:: Problem details ::
Down to the last line, restate the records below word for word, dropping every image.

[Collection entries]

====

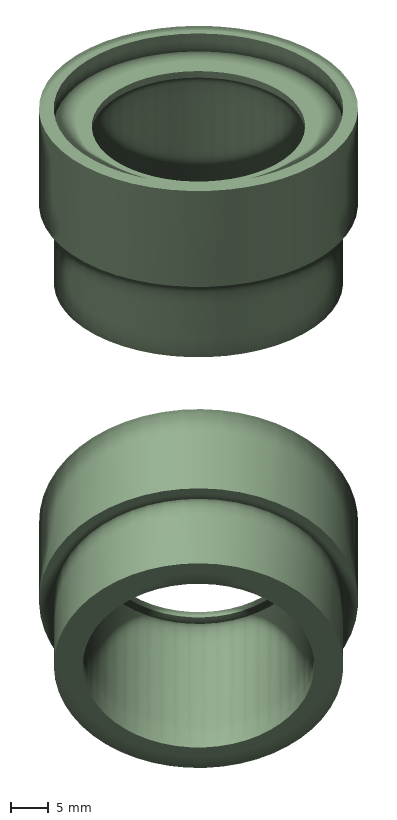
import cadquery as cq

head_diameter = 42.0
head_height = 14.75
spigot_diameter = 38.1
spigot_height = 12.0
total_height = spigot_height + head_height

socket_diameter = spigot_diameter
socket_depth = 2.75
socket_floor = total_height - socket_depth

bore_diameter = 30.48

ring_diameter = bore_diameter
ring_hole_diameter = 28.07
ring_thickness = 1.0
ring_bottom = socket_floor - ring_thickness


def cylinder(diameter, bottom, top):
    """Upright cylinder on the Z axis between two heights."""
    return cq.Workplane("XY").workplane(offset=bottom).circle(diameter / 2).extrude(top - bottom)


def make_housing():
    """Stepped sleeve with a top socket and a through bore."""
    spigot = cylinder(spigot_diameter, 0, spigot_height)
    head = cylinder(head_diameter, spigot_height, total_height)
    socket = cylinder(socket_diameter, socket_floor, total_height)
    bore = cylinder(bore_diameter, 0, total_height)
    return spigot.union(head).cut(socket).cut(bore)


def make_ring():
    """Flat ring that narrows the top end of the bore."""
    outside = cylinder(ring_diameter, ring_bottom, socket_floor)
    hole = cylinder(ring_hole_diameter, ring_bottom, socket_floor)
    return outside.cut(hole)


housing = make_housing()
ring = make_ring()

result = cq.Compound.makeCompound([housing.val(), ring.val()])

====

:: Result ::
import cadquery as cq

head_diameter = 42.0
head_height = 14.75
spigot_diameter = 38.1
spigot_height = 12.0
total_height = spigot_height + head_height

socket_diameter = spigot_diameter
socket_depth = 2.75
socket_floor = total_height - socket_depth

bore_diameter = 30.48

ring_diameter = bore_diameter
ring_hole_diameter = 28.07
ring_thickness = 1.0
ring_bottom = socket_floor - ring_thickness


def cylinder(diameter, bottom, top):
    """Upright cylinder on the Z axis between two heights."""
    return cq.Workplane("XY").workplane(offset=bottom).circle(diameter / 2).extrude(top - bottom)


def make_housing():
    """Stepped sleeve with a top socket and a through bore."""
    spigot = cylinder(spigot_diameter, 0, spigot_height)
    head = cylinder(head_diameter, spigot_height, total_height)
    socket = cylinder(socket_diameter, socket_floor, total_height)
    bore = cylinder(bore_diameter, 0, total_height)
    return spigot.union(head).cut(socket).cut(bore)


def make_ring():
    """Flat ring that narrows the top end of the bore."""
    outside = cylinder(ring_diameter, ring_bottom, socket_floor)
    hole = cylinder(ring_hole_diameter, ring_bottom, socket_floor)
    return outside.cut(hole)


housing = make_housing()
ring = make_ring()

result = cq.Compound.makeCompound([housing.val(), ring.val()])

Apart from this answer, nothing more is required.